The remaining parts of this paper are arranged as follows. Section 2 studies the mathematical model of the missile to explain the intrinsic mechanism and dynamic characteristics of the system, and analyzes the specific problems in the mathematical model. Section 3 analyzes the problems existing in traditional data-driven modeling applied to offline usage scenarios, and proposes a new hybrid data-driven modeling method for offline usage scenarios. A missile hybrid model based on data-driven is designed in Section 4. Two simulations and some discussions are carried in Section 5 to verity the feasibility of the proposed method and the credibility of the established model. At last, Section 6 concludes this paper.
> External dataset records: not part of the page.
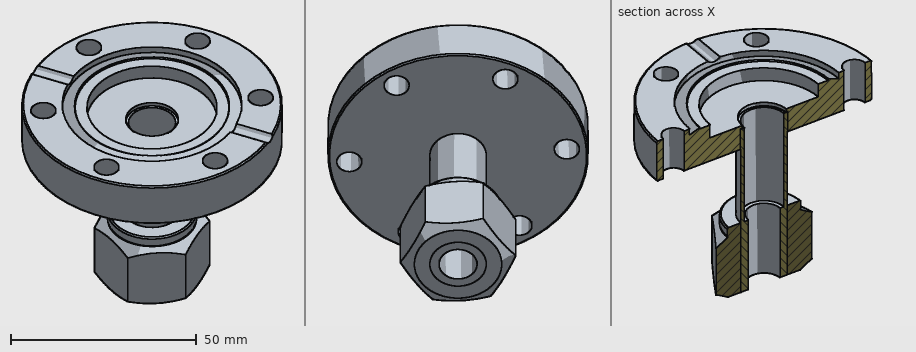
import cadquery as cq
import math

TOTAL_HEIGHT = 59.4
CUT_MARGIN = 0.7

FLANGE_DIAMETER = 70.0
FLANGE_THICKNESS = 13.0
FLANGE_CHAMFER = 0.4
SEAL_RECESS_DIAMETER = 48.3
SEAL_RECESS_DEPTH = 1.9
KNIFE_EDGE_DIAMETER = 41.7
KNIFE_EDGE_DEPTH = 0.8
KNIFE_FOOT_DIAMETER = 41.3
LAND_DEPTH = 1.2
POCKET_DIAMETER = 35.0
POCKET_DEPTH = 5.3
LIP_DIAMETER = 14.15
LIP_THICKNESS = 1.1

BOLT_COUNT = 6
BOLT_HOLE_DIAMETER = 6.7
BOLT_CIRCLE_DIAMETER = 58.65
GROOVE_WIDTH = 3.9
GROOVE_DEPTH = 0.9

TUBE_DIAMETER = 15.2
TUBE_BORE = 12.7
TUBE_END_BORE = 10.2

NUT_TOP_DEPTH = 36.75
NUT_SIDES = 6
NUT_ACROSS_FLATS = 27.0
NUT_CHAMFER_ANGLE = 30.0
NUT_END_DIAMETER = 23.5
COLLAR_DIAMETER = 24.0
COLLAR_HEIGHT = 3.0
COLLAR_CHAMFER = 0.4

tube_top_z = -(POCKET_DEPTH + LIP_THICKNESS)
nut_top_z = -NUT_TOP_DEPTH
hex_top_z = nut_top_z - COLLAR_HEIGHT
bottom_z = -TOTAL_HEIGHT


def cylinder(diameter, z_low, z_high):
    return cq.Workplane("XY", origin=(0, 0, z_low)).circle(diameter / 2).extrude(z_high - z_low)


def revolve_profile(points):
    """Revolve a closed (radius, z) outline about the Z axis."""
    return cq.Workplane("XZ").polyline(points).close().revolve(360, (0, 0, 0), (0, 1, 0))


def make_seal_cutter():
    """Recess, knife edge, inner land and central pocket as one turned shape."""
    return revolve_profile([
        (0, CUT_MARGIN),
        (SEAL_RECESS_DIAMETER / 2, CUT_MARGIN),
        (SEAL_RECESS_DIAMETER / 2, -SEAL_RECESS_DEPTH),
        (KNIFE_EDGE_DIAMETER / 2, -KNIFE_EDGE_DEPTH),
        (KNIFE_FOOT_DIAMETER / 2, -LAND_DEPTH),
        (POCKET_DIAMETER / 2, -LAND_DEPTH),
        (POCKET_DIAMETER / 2, -POCKET_DEPTH),
        (0, -POCKET_DEPTH),
    ])


def make_groove_cutter():
    """Round-bottomed channel along X that crosses both sides of the rim."""
    radius = ((GROOVE_WIDTH / 2) ** 2 + GROOVE_DEPTH ** 2) / (2 * GROOVE_DEPTH)
    length = FLANGE_DIAMETER + 2 * CUT_MARGIN
    return (
        cq.Workplane("YZ", origin=(-length / 2, 0, 0))
        .center(0, radius - GROOVE_DEPTH)
        .circle(radius)
        .extrude(length)
    )


def make_flange():
    flange = cylinder(FLANGE_DIAMETER, -FLANGE_THICKNESS, 0).faces("<Z or >Z").edges().chamfer(FLANGE_CHAMFER)

    grooves = make_groove_cutter().cut(cylinder(SEAL_RECESS_DIAMETER, -FLANGE_THICKNESS, CUT_MARGIN))
    flange = flange.cut(grooves).cut(make_seal_cutter())

    flange = flange.cut(cylinder(LIP_DIAMETER, -FLANGE_THICKNESS, 0))
    flange = flange.cut(cylinder(TUBE_DIAMETER, -FLANGE_THICKNESS, tube_top_z))

    bolt_holes = (
        cq.Workplane("XY", origin=(0, 0, -FLANGE_THICKNESS))
        .polarArray(BOLT_CIRCLE_DIAMETER / 2, 90, 360, BOLT_COUNT)
        .circle(BOLT_HOLE_DIAMETER / 2)
        .extrude(FLANGE_THICKNESS)
    )
    return flange.cut(bolt_holes)


def make_tube():
    """Tube whose bore narrows where the nut surrounds it."""
    tube = cylinder(TUBE_DIAMETER, bottom_z, tube_top_z)
    tube = tube.cut(cylinder(TUBE_BORE, nut_top_z, tube_top_z))
    return tube.cut(cylinder(TUBE_END_BORE, bottom_z, nut_top_z))


def make_nut():
    corner_diameter = NUT_ACROSS_FLATS / math.cos(math.pi / NUT_SIDES)
    hexagon = (
        cq.Workplane("XY", origin=(0, 0, bottom_z))
        .transformed(rotate=(0, 0, 90))
        .polygon(NUT_SIDES, corner_diameter)
        .extrude(hex_top_z - bottom_z)
    )

    end_radius = NUT_END_DIAMETER / 2
    cone_radius = corner_diameter / 2 + CUT_MARGIN
    cone_height = (cone_radius - end_radius) * math.tan(math.radians(NUT_CHAMFER_ANGLE))
    envelope = revolve_profile([
        (0, bottom_z),
        (end_radius, bottom_z),
        (cone_radius, bottom_z + cone_height),
        (cone_radius, hex_top_z - cone_height),
        (end_radius, hex_top_z),
        (0, hex_top_z),
    ])

    collar = cylinder(COLLAR_DIAMETER, hex_top_z, nut_top_z).faces(">Z").edges().chamfer(COLLAR_CHAMFER)
    nut = hexagon.intersect(envelope).union(collar)
    return nut.cut(cylinder(TUBE_DIAMETER, bottom_z, nut_top_z))


flange = make_flange()
tube = make_tube()
nut = make_nut()

result = cq.Compound.makeCompound([flange.val(), tube.val(), nut.val()])

2. Analysis of Problems in Missile Mathematical Model

Modeling is the basis of simulation experiments. At present, the missile mathematical model which is established by researching the relationship between key variables and other measurable variables, is commonly used by researchers in simulation experiments. It includes kinematics and dynamics models. This section studies the internal mechanism and dynamic characteristics of the system through the establishment of missile mathematical model, and analyzes the existing problems.

Mechanism Modeling and Analysis

Before establishing the missile mathematical model, we use several assumptions and simplified conditions as follows [5,6]:

• The earth is a homogeneous sphere, and the rotation of the earth is neglected;
• Missile has an axisymmetric layout form with constant mass and rotational inertia;
• This paper studies the case of missile without engine thrust.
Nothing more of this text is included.